- **Data records**

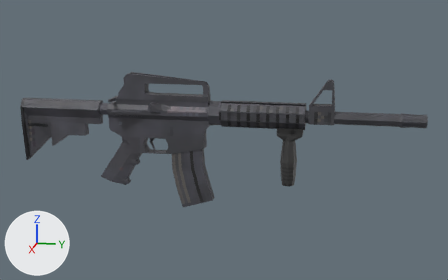
A saved change to the Blender file game_objects/items/weapons/fic_rifles/s5/s5.blend.
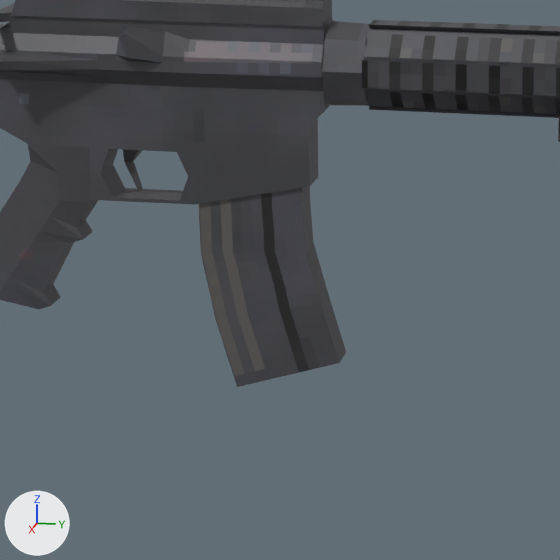
Each version appears first whole from a camera (50 mm lens) standing at (1.226, 0.324, 0.251) and looking at (-0.005, 0.078, -0.057), and next in a close-up on the part from 25% to 62% of the width and 34% to 92% of the height. Every picture has the same lights, and +X, +Y and +Z are marked at lower left.

Names of what the first close-up shows: 'grip', 'handguard', 'magazine', 'rear_sight', 'reciever'.
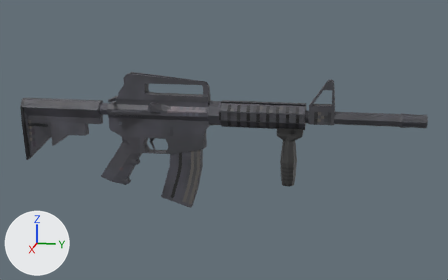
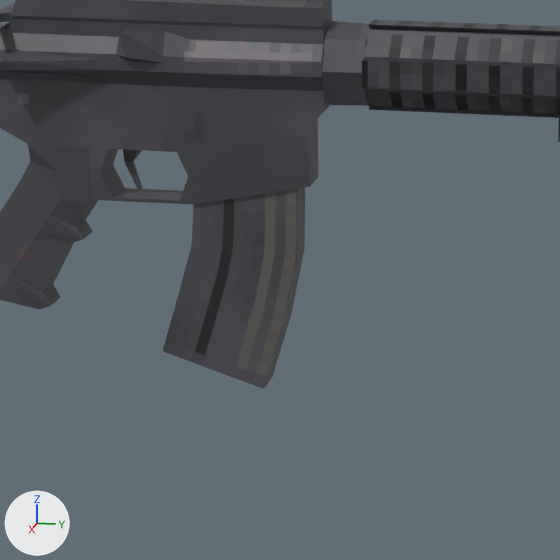
ob_magazines is not drawn itself; it is the parent of ob_extended_magazine, ob_magazine.

Where the newer file only moved an object's origin or applied its transform, the numbers keep the older frame.

The change, as a diff of the scene's bpy script:
```diff
--- a/game_objects/items/weapons/fic_rifles/s5/s5.blend.py
+++ b/game_objects/items/weapons/fic_rifles/s5/s5.blend.py
@@ ob_magazines @@
 ob_magazines.location = (0.0, 0.0, 0.0)
-ob_magazines.rotation_euler = (0.0, 0.0, 3.142)  # degrees (0, 0, 180)
```

Where the change shows, as pixel boxes (x1, y1, x2, y2) in the close-ups (560 x 560 px):
'magazine', reshaped: before (199, 187, 346, 387); after (163, 188, 305, 389)

- **Exercise instructions**
Show all lines in the entries above where the word "blend" appears.

- **Exercise response**
A saved change to the Blender file game_objects/items/weapons/fic_rifles/s5/s5.blend.
--- a/game_objects/items/weapons/fic_rifles/s5/s5.blend.py
+++ b/game_objects/items/weapons/fic_rifles/s5/s5.blend.py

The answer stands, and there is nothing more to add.